En este mismo contexto (fines de los años 60), su disputa con la teoría de sistemas se vio complementada por su interrogación de las prácticas científicas y por la llamada crisis de legitimación de las sociedades del capitalismo tardío. Por un lado, había que resistir la auto-referencialidad de la ciencia y la técnica como ideología, sin caer en la narrativa terminal (Marcuse o Heidegger) relativa a la condición intrínsicamente perversa o irreflexiva de la técnica. Su pregunta era esta: ¿cómo desarrollar criterios normativos que fuesen capaces de resistir la auto-referencialidad de la racionalidad instrumental y que, mediante una debate público inclusivo, permitieran contrabalancear la tendencia gerencial de las sociedades del capitalismo tardío? Sobre todo porque dicho capitalismo no solo se expresaba bajo la lógica de la automatización del valor, sino bajo la supresión (sistémica) de la agencia humana, a partir de operaciones de recursividad autopoiética. En efecto, el debate en torno a la crisis de legitimación lo llevó a desarrollar su obra paradigmática, la Teoría de la acción comunicativa, en la que, en clara oposición a los enfoques sistémicos, se proponía una reconstrucción monumental del pensamiento filosófico y de la teoría social moderna, como base para la configuración de una teoría de la acción fundada en criterios normativos, intersubjetivos y comunicativos cuasi-trascendentales.

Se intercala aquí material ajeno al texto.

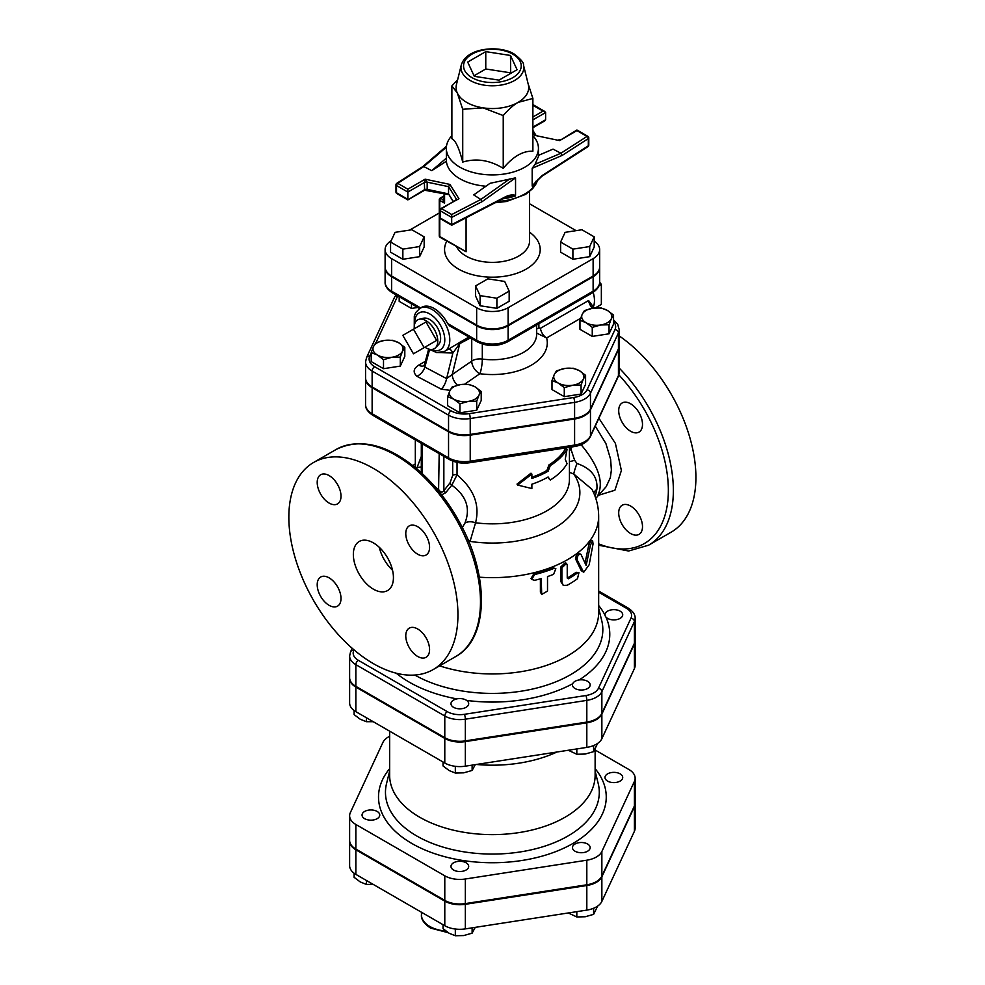 <?xml version="1.0" encoding="UTF-8"?>
<svg xmlns="http://www.w3.org/2000/svg" width="985" height="985" viewBox="0 0 985 985"><rect width="100%" height="100%" fill="white"/><g stroke="black" fill="none" stroke-linecap="round" stroke-linejoin="round"><path stroke-width="1.48" d="M534.67 580.325L531.678 579.426L534.67 574.538A108.055 62.387 0 0 0 553.57 568.554L555.848 568.69L553.57 574.341A108.055 62.387 180 0 1 547.512 576.57L547.512 591.037L541.713 594.447L541.196 578.577A108.055 62.387 180 0 1 534.67 580.325M531.678 579.426L531.038 578.49L533.968 573.602A106.281 61.366 0 0 0 552.573 567.705L555.848 568.69M541.713 594.447L540.396 592.12L540.396 578.811M567.237 565.008L566.523 563.42L561.881 567.791L561.881 582.258L563.297 585.435L567.237 585.262A108.055 62.387 0 0 0 577.493 578.712L578.958 572.568L577.493 572.925A108.055 62.387 180 0 1 568.53 578.749L567.237 578.035L567.237 565.008M567.237 578.047L568.53 578.749L567.237 578.035M563.297 585.435L560.748 581.47L560.748 567.015L565.304 562.669L566.523 563.42M567.286 578.023A106.281 61.366 0 0 0 576.102 572.297L578.958 572.568M581.027 554.432C578.552 553.89 577.272 555.725 577.161 559.972L583.723 572.223L589.178 564.75L593.044 543.979L592.662 540.974L590.508 544.877L586.124 565.513L581.027 554.432L579.069 553.348M583.723 572.223L581.261 570.672L575.769 559.332C575.88 555.097 577.136 553.262 579.574 553.853M585.041 563.026L588.895 544.459L591.012 540.593L592.662 540.974M565.23 459.318L567.064 449.258A78.825 45.507 180 0 1 550.295 465.573L548.116 471.212A78.825 45.507 180 0 1 531.875 478.427L531.875 474.081L517.593 485.051L531.875 488.548L531.875 484.201A78.825 45.507 0 0 0 548.116 476.999L550.295 480.027A78.825 45.507 0 0 0 567.064 463.713L565.23 459.318M531.875 477.233A77.052 44.485 0 0 0 546.872 470.498L548.99 464.871A77.052 44.485 0 0 0 565.39 448.926L567.064 449.258M547.586 477.306L550.295 480.027M531.875 474.081L530.977 473.194L517.027 484.078L517.593 485.051M546.872 470.498L548.116 471.212M548.99 464.871L550.295 465.573M373.389 663.644A119.567 69.036 -120 0 0 433.178 669.566A119.567 69.036 -120 0 0 433.178 531.506A119.567 69.036 -120 0 0 313.612 462.47A119.567 69.036 -120 0 0 295.278 558.286A119.567 69.036 -120 0 0 373.389 663.644M642.503 526.655A16.831 9.715 60 0 1 639.019 534.362A16.831 9.715 60 0 1 626.054 529.856A16.831 9.715 60 0 1 618.703 512.914A16.831 9.715 60 0 1 622.188 505.219A16.831 9.715 60 0 1 635.153 509.725A16.831 9.715 60 0 1 642.503 526.655M630.609 403.776A16.831 9.715 60 0 1 641.592 418.613A16.831 9.715 60 0 1 639.019 432.095A16.831 9.715 60 0 1 630.609 431.258A16.831 9.715 60 0 1 619.614 416.433A16.831 9.715 60 0 1 622.188 402.951A16.831 9.715 60 0 1 630.609 403.776M598.658 545.222L628.615 551.009L648.61 545.185L671.154 532.171A119.567 69.036 -120 0 0 690.891 441.403A119.567 69.036 -120 0 0 619.196 335.934M595.248 426.099L605.898 443.521L610.614 459.293L611.377 469.993L610.355 477.627L606.206 486.639L595.777 498.361M416.852 467.69L421.309 466.853M441.662 494.876L445.712 492.685L451.807 485.186C466.348 495.763 470.707 508.408 464.908 523.121L462.31 527.504M373.389 589.165A28.343 16.363 60 0 1 354.871 564.183A28.343 16.363 60 0 1 359.217 541.479A28.343 16.363 60 0 1 387.561 557.842A28.343 16.363 60 0 1 387.561 590.569A28.343 16.363 60 0 1 373.389 589.165M379.287 547.315A28.343 16.363 -120 0 0 392.547 570.266M405.771 635.854A16.831 9.715 60 0 1 409.255 628.147A16.831 9.715 60 0 1 426.086 637.861A16.831 9.715 60 0 1 426.086 657.291A16.831 9.715 60 0 1 413.121 652.784A16.831 9.715 60 0 1 405.771 635.854M329.113 577.85A16.831 9.715 60 0 1 340.096 592.674A16.831 9.715 60 0 1 337.523 606.157A16.831 9.715 60 0 1 320.691 596.442A16.831 9.715 60 0 1 320.691 577.013A16.831 9.715 60 0 1 329.113 577.85M341.007 496.194A16.831 9.715 60 0 1 337.523 503.889A16.831 9.715 60 0 1 320.691 494.175A16.831 9.715 60 0 1 320.691 474.745A16.831 9.715 60 0 1 333.656 479.252A16.831 9.715 60 0 1 341.007 496.194M417.677 554.198A16.831 9.715 60 0 1 406.682 539.361A16.831 9.715 60 0 1 409.255 525.879A16.831 9.715 60 0 1 426.086 535.594A16.831 9.715 60 0 1 426.086 555.023A16.831 9.715 60 0 1 417.677 554.198M468.232 540.285A10.626 3.977 -142.3 0 0 470.067 541.393L475.558 522.776C480.052 504.911 473.883 488.942 457.04 474.868L457.04 462.359M635.14 618.383C635.387 614.775 633.059 611.328 628.171 608.077A3.546 2.044 120 0 0 626.398 608.25A17.73 10.244 180 0 1 630.991 618.149A3.546 2.795 24.9 0 1 634.414 621.56A21.276 12.288 0 0 0 635.14 618.383L635.14 640.078A21.276 12.288 180 0 1 634.414 643.254L601.86 713.399A21.276 12.288 180 0 1 586.814 722.079L465.339 740.88A21.276 12.288 180 0 1 444.789 737.691L355.856 686.348A21.276 12.288 180 0 1 349.626 677.668L349.626 655.973A21.276 12.288 0 0 0 355.856 664.653A3.546 2.044 -60 0 1 358.355 660.319A17.73 10.244 180 0 1 353.775 650.432L354.034 649.878M365.57 378.166A22.446 12.965 0 0 0 365.558 378.523A22.446 12.965 0 0 0 372.133 387.696L448.544 431.799A22.446 12.965 0 0 0 470.227 435.161L574.6 419.007A22.446 12.965 0 0 0 590.471 409.846L618.432 349.589A22.446 12.965 0 0 0 619.196 346.24A22.446 12.965 0 0 0 619.196 345.87M439.606 665.848A106.281 61.366 0 0 0 598.658 612.596L598.658 516.288A106.281 61.366 0 0 1 479.35 577.185M452.694 461.079L452.694 475.373L450.01 482.921L443.853 490.678C442.413 492.734 440.849 492.574 439.187 490.222L434.151 485.814M452.694 475.373A3.546 2.044 180 0 1 457.04 474.868L451.807 485.186A3.546 1.317 -139.9 0 1 450.01 482.921M443.853 456.326L443.853 490.678A3.546 1.071 -142.9 0 0 445.712 492.685M439.187 453.629L438.571 491.01M569.441 447.313L569.441 479.363A77.052 44.485 0 0 1 475.558 522.776A10.626 6.415 19.2 0 0 464.908 523.121M569.441 449.32A3.546 1.059 -137.2 0 0 570.118 449.923L570.931 449.123A3.546 0.948 33.8 0 1 569.441 448.101M569.441 450.477L570.118 449.923M595.162 496.588L596.873 489.336C597.981 477.109 591.345 468.491 576.988 463.467L574.637 460.327L570.931 449.123L572.026 446.907M421.309 456.424L417.111 467.432M574.637 460.327A14.172 1.625 -16.5 0 1 569.441 461.645M596.873 489.336A14.172 9.394 2.6 0 0 593.783 493.128M576.988 463.467A14.172 1.613 -68.2 0 0 573.787 474.031L591.96 489.299C596.356 497.745 598.597 506.746 598.658 516.288M569.441 472.32L573.787 474.031A87.493 50.518 0 0 1 557.769 526.113A87.493 50.518 0 0 1 470.067 541.393L469.119 542.439M436.638 340.428L424.116 347.656L413.466 329.212L426 321.984L436.638 340.428L426 346.572M413.466 329.212L402.828 335.356L413.466 353.8L424.116 347.656M419.191 319.251L423.464 318.229A15.391 8.89 60 0 1 437.451 327.66A15.391 8.89 60 0 1 438.633 344.491L435.604 347.68A16.646 9.616 -120 0 0 434.323 329.47A16.646 9.616 -120 0 0 419.191 319.251A16.646 9.616 -120 0 0 414.279 328.756M424.917 347.188A16.646 9.616 -120 0 0 426 347.865A16.646 9.616 -120 0 0 435.604 347.68M595.322 307.911L601.355 304.427L601.355 284.382L598.954 285.773M599.656 282.264L601.355 284.382M593.179 292.348A23.911 13.802 60 0 1 593.278 307.061M613.544 315.089L611.291 318.832A15.058 8.693 0 0 0 607.4 310.435L613.544 315.089L613.544 324.114L609.05 333.804L592.256 336.402L592.256 327.377L586.1 322.735A15.058 8.693 0 0 0 600.653 324.988A15.058 8.693 0 0 0 611.291 318.832L609.05 324.779L600.653 324.988L592.256 327.377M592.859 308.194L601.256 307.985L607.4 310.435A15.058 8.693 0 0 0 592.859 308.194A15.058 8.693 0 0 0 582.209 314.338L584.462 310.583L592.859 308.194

Por supuesto, dicha propuesta fue recibida con escepticismo, pues Habermas parecía olvidar la pregunta por las formaciones de poder y subjetivación (Foucault, Bourdieu); es decir, parecía omitir los efectos “normalizadores” del orden normativo, y parecía desconocer las formas performáticas de la acción (Goffman), mientras privilegiaba los presupuestos evolucionistas de la teoría sociológica norteamericana (no solo la fenomenología de Schutz que había emigrado a Nueva York arrancando del nazismo, sino el interaccionismo simbólico y, fundamentalmente, la teoría de la acción de Talcott Parsons). Todo esto, más allá del impacto editorial y de los usos indiscriminados (universalizantes, descontextualizados y, sobre todo, deshistorizados) de sus contribuciones. Sin embargo, su firma ya había alcanzado un rango preponderante y a eso debemos sus intercambios críticos y polémicos con Richard Rorty, John Rawls, y Peter Sloterdijk, entre otros. Mientras que los primeros estaban concernidos con el estatuto del pragmatismo como “fundamentación contingente” de las democracias occidentales, y con los límites del liberalismo desde el punto de vista de una democracia deliberativa e inclusiva, el indirecto debate con Sloterdijk anticipaba ya una preocupación con los desarrollos del pensamiento post-humanista y con lo que el mismo Sloterdijk llamó el fin de la teoría crítica, para señalar, no sin sarcasmo, el agotamiento radical del proyecto humanista-ilustrado que Habermas defendía.
En este mismo contexto (son los años 90s) Habermas había reorientado su trabajo hacia la configuración de un fundamento normativo para el derecho (Facticidad y validez) cuestión que parecía cobrar vigencia en el contexto de la reunificación alemana y del llamado fin de la Guerra Fría (Identidades nacionales y post-nacionales). Sin olvidar que la hebra iniciada con su trabajo en torno a Conocimiento e interés, era retomado a partir de la necesidad de elaborar las condiciones para un pensamiento post-metafísico capaz de confrontarse con el núcleo metafísico de la tradición, a partir de un desarrollo de la filosofía del lenguaje en clave intersubjetiva (ya anticipada en su teoría de la acción comunicativa). Ya en 1985 Habermas había declarado su animadversión a los exponentes del llamado neoestructuralismo (según le sopló Rebekka), y había declarado su defensa del proyecto inconcluso de la modernidad frente a los ataques de los viejos y nuevos conservadores. ¿Por qué esto es importante? Porque nos permite entreverarnos, aunque sea preliminarmente, con su último trabajo, expuesto monumentalmente en su historia de la filosofía (Auch eine Geschichte der Philosophie, 2019). El Auch o “también” enfatiza no el deseo de totalización y la voluntad de obra de un filósofo que en ese momento bordeaba los 90 años, sino la insistencia en la filosofía como un tipo de discursividad que no puede ser reducida ni a la ciencia ni a la ideología. Si ya en sus reflexiones sobre el pensamiento post-metafísico Habermas había retomado el problema de la religión y su función social relativa no solo a las dimensiones imaginales o utópicas de los actores sociales, sino también relativa a los vínculos sociales más allá de los criterios meramente economicistas, ahora su historia de la filosofía insistía en la necesidad de pensar formas sociales post-seculares, en las que fuera posible armonizar, a través de formas deliberativas del derecho y la política, saberes científicos y creencias religiosas, de lo contrario, seguiríamos presos del modelo unilateral de racionalización y secularización que ya había asustado a Max Weber.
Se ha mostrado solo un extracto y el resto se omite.